The hospital warned I’d have to cart
the scanner needed to test my heart,
my torso too, and abdomen,
the places growths had lodged within.

I carried the scanner in a bag;
still those who saw it guessed the sag
that weighed my spirit, slowed my walk,
and, only human, began to talk.

Upset, I left, broke for the sea,
though the waves that day were high for me.
To escape what seemed a crushing blow,
I took a dive far far below. 

The drop was so precipitate,
five fathoms deep I had to wait,
and watch above the wash of bubbles–
warning signs of deadly troubles,

’till, as my lungs used up my breath,
I saw a sight beyond the rest,
from my cerulean deep sea bed,
a paisley pattern over head.

Slivers of silver, gradients grey,
muscled curves as clear as day,
Sharks? No, dolphins.
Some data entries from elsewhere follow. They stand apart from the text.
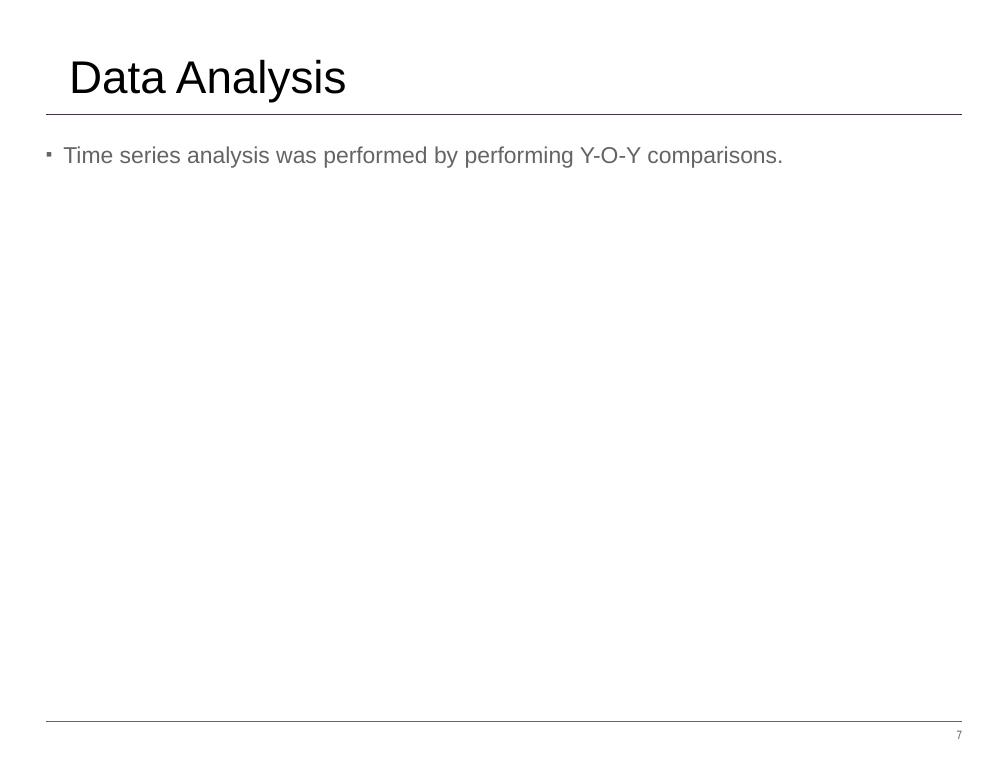
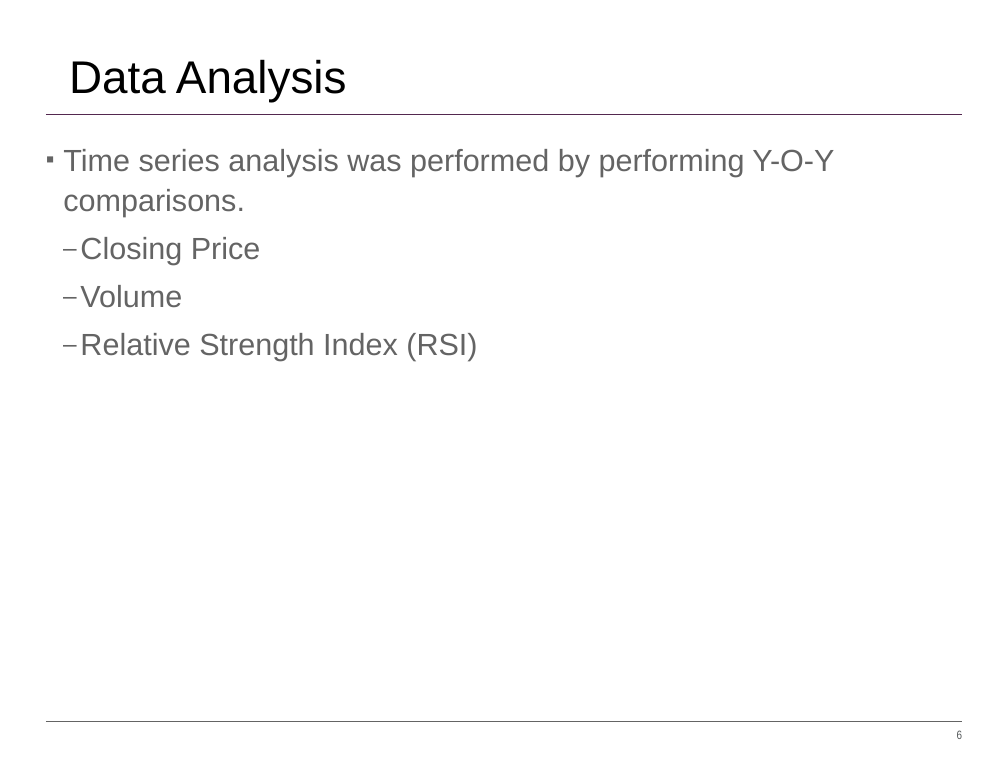
Before and after one commit to timothyyu/pr1-apple-stock-analysis, a slide deck: slide 6 of DataScience Project-One_Rutgers.pptx (slide 7 before the commit). Drawn at 1008x779 pixels with LibreOffice and Linux fonts; fonts in the diff are those of the drawing. Boxes give left, top, right and bottom in pixels: in the first picture for what was removed or moved away, otherwise in the second. Text is boxed around its words. In the diff, an @@ line names an element or a change of style, - is before the commit and + after.

```diff
--- a/DataScience Project-One_Rutgers.pptx
+++ b/DataScience Project-One_Rutgers.pptx
@@ text at (x1=63, y1=149, x2=834, y2=217): size 18 to 24 pt in "Time series analysis was performed by performing ..." @@
@@ text at (x1=80, y1=237, x2=477, y2=361): paragraphs added @@
+  – Closing Price
+  – Volume
+  – Relative Strength Index (RSI)
@@ page number at (x1=957, y1=730, x2=963, y2=739): text changed @@
-7
+6
```
Also in this commit, not shown: 5 other slides changed, 1 slide removed, 1 other file.

My heart took flight,
awe subsuming background fright.

Their ease, their grace, was palpable;
to wish them gone felt culpable;
though soon my lungs were so compressed,
wonder turned to harsh distress.

The need for change brought exhalation,
despite the lack of further ration–
no air down there–and so far down,
I felt that I must surely drown.

I woke up treading toward the light,
gasping, panting, in the night,
afraid to settle back to sleep,
though longing to re-spy that deep.

That I could watch those dolphins twist
without a clutch inside my chest!
That I could sink into that dream,
without a thought of scan machine,

or hospital, or sense of tumor,
hush of the half-murmured rumor.
But how could I return with ease
to a place I could not breathe,

where ocean salt still left its trace
inside my heart and on my face,
and dolphins swam as far above
as anything I’ve ever loved.

One query for commenters is whether the last line should read “as everything I’ve ever loved” rather than anything.  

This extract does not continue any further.